"Ini merupakan salah tafsir yang dilakukan oleh BPJS Kesehatan, dan ini sudah sangat merugikan masyarakat Papua. Sebab, akupuntur medis masuk kedalam bagian pelayanan kesehatan yang disediakan oleh Rumah Sakit di Papua. Bahkan, banyak pula masyarakat Papua yang menggunakan Akupuntur Medis," jelas Roberth dari Fraksi Gerindra DPR, di Jakarta, Jumat.
Roberth mengatakan hal itu menanggapi surat nomor 112/XII-01/0215 tentang Penjelasan Pelayanan Akupuntur Medis bagi Peserta Jaminan Kesehatan Nasional (JKN) yang dikeluarkan oleh BPJS Kesehatan Kantor Cabang Jayapura kepada Direktur/Kepala RSUD Abepura, Jayapura tertanggal 3 Februari 2015 menyatakan bahwa Akupuntur Medis tidak dijamin oleh BPJS Kesehatan.
Alasannya, terdapat dua pengaturan dalam aturan yang berbeda, dimana Peraturan Presiden Nomor 12 Tahun 2013 tentang Jaminan Kesehatan berbenturan dengan Peraturan Menteri Kesehatan Nomor 28 Tahun 2014 tentang Pedoman Pelaksanaan Program Jaminan Kesehatan.
Sebab, Peraturan Presiden Nomor 12 Tahun 2013 pasal 25 ayat 1 huruf (k) menyatakan bahwa akupuntur tidak dijamin dalam JKN, tapi didalam Permenkes Nomor 28 Tahun 2014 ditegaskan bahwa hanya akupuntur non medis yang tidak dijamin.
Atas pandangan tersebut maka BPJS Kesehatan berpendapat, sesuai asas dalam peraturan perundang-undangan maka hukum yang lebih tinggi tingkatannya didahulukan keberlakuannya daripada hukum yang lebih rendah (Lex Superior Derogat Legi Inferior).

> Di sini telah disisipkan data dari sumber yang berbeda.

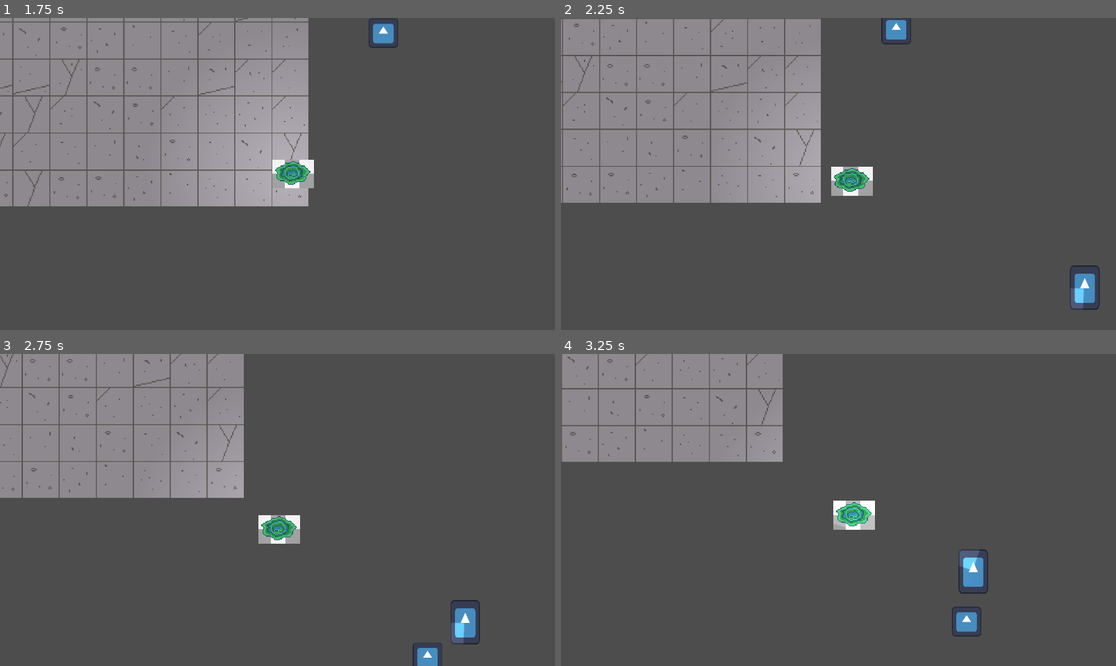
Above: before the commit, frames 1-4 (two rows, left to right).
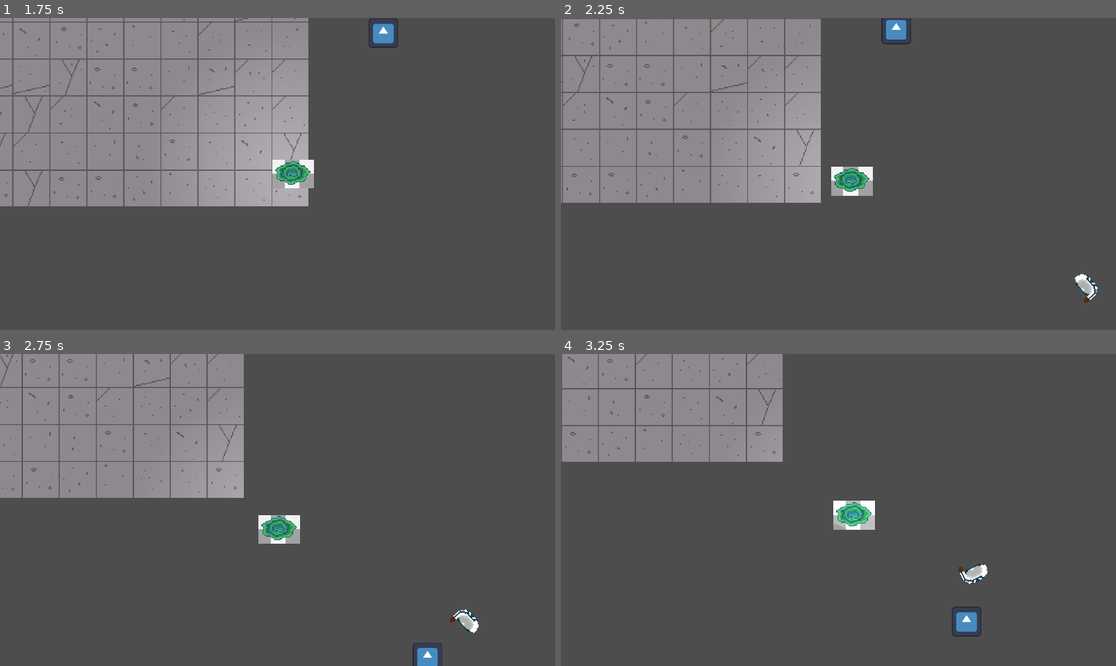
Above: after the commit, the same moments.

Repository: GeometricParrot/GMTK-2023-godot-horror
Game: Godot game, scene res://UI/m_ain_menu.tscn
Two runs of this game, one before a commit and one after it. Both use one fixed random seed, a clock stepped at 60 frames per second and the inputs below. The engine's default icon, where the game draws it, is replaced by a stand-in: a white triangle on a blue panel in a dark square.
Inputs:
- Up to frame 1 (1.75 s): click "Start" at 0.5 s; tap Enter at 1.25 s; hold D (right) from 1.28 s (still down)
- Up to frame 2 (2.25 s): release D (right) at 2.03 s; hold S (down) from 2.03 s (still down)
- Up to frame 3 (2.75 s): keep holding S (down)
- Up to frame 4 (3.25 s): release S (down) at 2.78 s; hold D (right) from 2.78 s (still down)

Frame 1 is identical in both runs. In frame 2, 0.5% of the frame differs, in the area x 91-97%, y 79-94%; in frame 3, 0.5%; in frame 4, 0.6%, in the area x 71-77%, y 62-77%.

Commit message:
sci

Diff:
--- a/NPCs/Waypoint NPC.gd
+++ b/NPCs/Waypoint NPC.gd
@@ -4,6 +4,9 @@
 
 var currentWaypoint: int
 var direction: Vector2 = Vector2(0,0)
+@onready var sprite = $Sprite2D
+
+var localT = 0.0
 
 
 @export_range(0.01, 0.5, 0.01) var accel = 0.1
@@ -20,7 +23,15 @@
 # Called every frame. 'delta' is the elapsed time since the previous frame.
 
 func _physics_process(delta):
-	follow_waypoint(delta)
+
+	localT += 0.15
+
+	if fmod(localT, 1.0) < 0.1:
+		sprite.flip_h  = !sprite.flip_h
+
+
+
+	sprite.rotation = follow_waypoint(delta) - PI/4
 	move_and_slide()
 
 func follow_waypoint(delta):
@@ -38,3 +49,4 @@
 				currentWaypoint += 1
 			else:
 				currentWaypoint = 0
+		return flashlight.rotation
--- a/NPCs/waypoint_npc.tscn
+++ b/NPCs/waypoint_npc.tscn
@@ -1,22 +1,23 @@
 [gd_scene load_steps=5 format=3 uid="uid://b3ry08qtv4lr7"]
 
 [ext_resource type="Script" path="res://NPCs/Waypoint NPC.gd" id="1_7lkpq"]
-[ext_resource type="Texture2D" uid="uid://duw4k1jxpw383" path="res://icon.svg" id="2_m6vyu"]
+[ext_resource type="Texture2D" uid="uid://y0aaupfevf8" path="res://NPCs/sci.png" id="2_8w80v"]
 [ext_resource type="Texture2D" uid="uid://dg4h76lig2m3b" path="res://Other/cone gradient.png" id="3_xb50g"]
 
-[sub_resource type="CapsuleShape2D" id="CapsuleShape2D_1brxu"]
-radius = 12.0
-height = 38.0
+[sub_resource type="CircleShape2D" id="CircleShape2D_q30ld"]
+radius = 9.0
 
 [node name="Waypoint NPC" type="CharacterBody2D"]
 script = ExtResource("1_7lkpq")
 
 [node name="Sprite2D" type="Sprite2D" parent="."]
-scale = Vector2(0.2, 0.3)
-texture = ExtResource("2_m6vyu")
+texture = ExtResource("2_8w80v")
+flip_v = true
+hframes = 2
 
 [node name="CollisionShape2D" type="CollisionShape2D" parent="."]
-shape = SubResource("CapsuleShape2D_1brxu")
+position = Vector2(-1, 0)
+shape = SubResource("CircleShape2D_q30ld")
 
 [node name="PointLight2D" type="PointLight2D" parent="."]
 energy = 0.5
Binary file added: NPCs/sci.png
Not shown, added: NPCs/sci.png.import
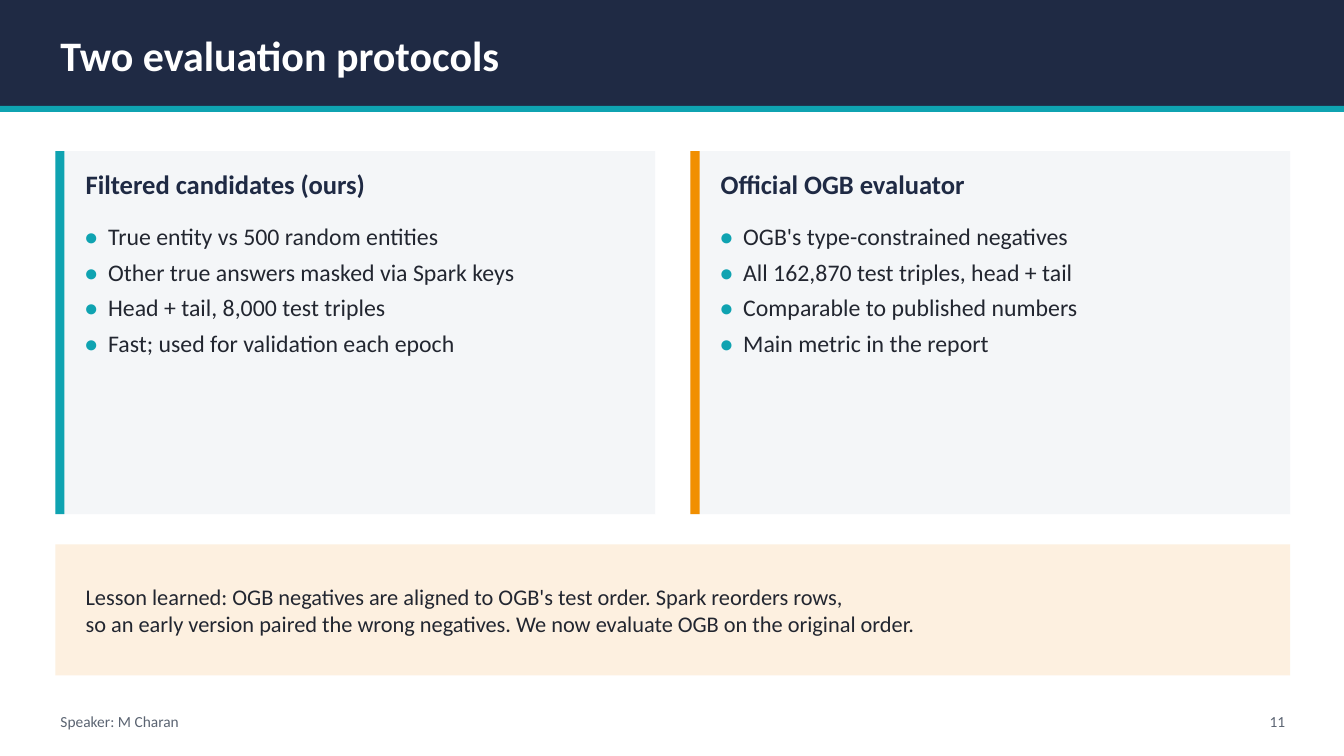
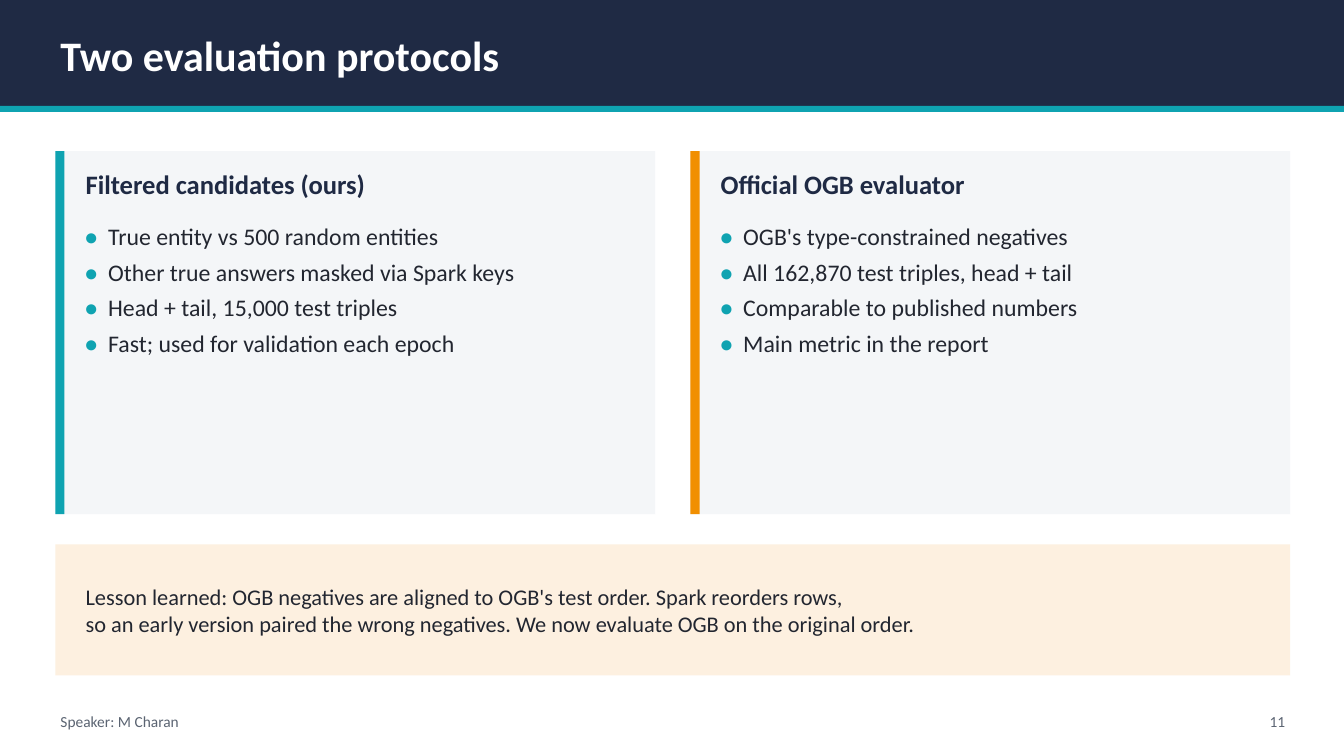
Before and after one commit to Charanponaganti/Knowledge-Graph-Completion-with-R-GCN-CompGCN, a slide deck: slide 11 of report/slides/kg_completion_presentation.pptx. Drawn at 1344x756 pixels with LibreOffice and Linux fonts; fonts in the diff are those of the drawing. Boxes give left, top, right and bottom in pixels: in the first picture for what was removed or moved away, otherwise in the second. Text is boxed around its words. In the diff, an @@ line names an element or a change of style, - is before the commit and + after.

```diff
--- a/report/slides/kg_completion_presentation.pptx
+++ b/report/slides/kg_completion_presentation.pptx
@@ text at (x1=108, y1=299, x2=397, y2=320): text changed @@
-• Head + tail, 8,000 test triples
+• Head + tail, 15,000 test triples
```
Also in this commit, not shown: 8 other slides changed, 27 other files.

Lebih lanjut Roberth menyampaikan, pandangan BPJS Kesehatan tentang penggunaan asas Lex Superior Derogat Legi Inferior dalam kasus ini tidak tepat. Yang tepat adalah asas lex specialis derogat legi generalis atau hukum yang bersifat khusus mengesampingkan hukum yang bersifat umum.
"Sebab Peraturan Menteri Kesehatan Nomor 28 Tahun 2014 mengatur tentang Pedoman Pelaksanaan Program Jaminan Kesehatan sebagai pengejawantahan dari Peraturan Presiden Nomor 12 Tahun 2013 tentang Jaminan Kesehatan," tutur Roberth yang berasal dari Daerah Pemilihan (Dapil) Papua ini.
Apalagi lanjut Roberth, dalam Permenkes Nomor 28 Tahun 2014 itu sendiri sudah cukup menegaskan adanya dua kriteria dalam akupuntur yakni akupuntur medis dan akupuntur non medis. Akupuntur Medis adalah cabang ilmu kedokteran yang sudah teruji secara ilmiah sesuai dengan kaidah ilmiah yang berlaku dan menggunakan dasar pembuktian ilmiah.
"Sehingga tidak ada benturan pengaturan antara Peraturan Presiden Nomor 12 Tahun 2013 dan Peraturan Menteri Kesehatan Nomor 28 Tahun 2014. Yang ada adalah penegasan pengaturan agar memperjelas pelaksanaan program JKN," jelas Roberth.
Oleh sebab itu pandangan BPJS Kesehatan mengenai akupunktur medis sebagai manfaat yang tidak dijamin adalah kesalahan fatal BPJS Kesehatan dalam menafsirkan peraturan.
"Intinya, sikap BPJS Kesehatan yang tidak menjamin pelayanan akupunktur medis dalam program JKN adalah pelanggaran amanat Presiden dan Menteri Kesehatan yang telah berupaya mewujudkan peningkatan kualitas kesehatan bagi rakyat Indonesia," tandas Anggota Komisi Kesehatan DPR RI ini.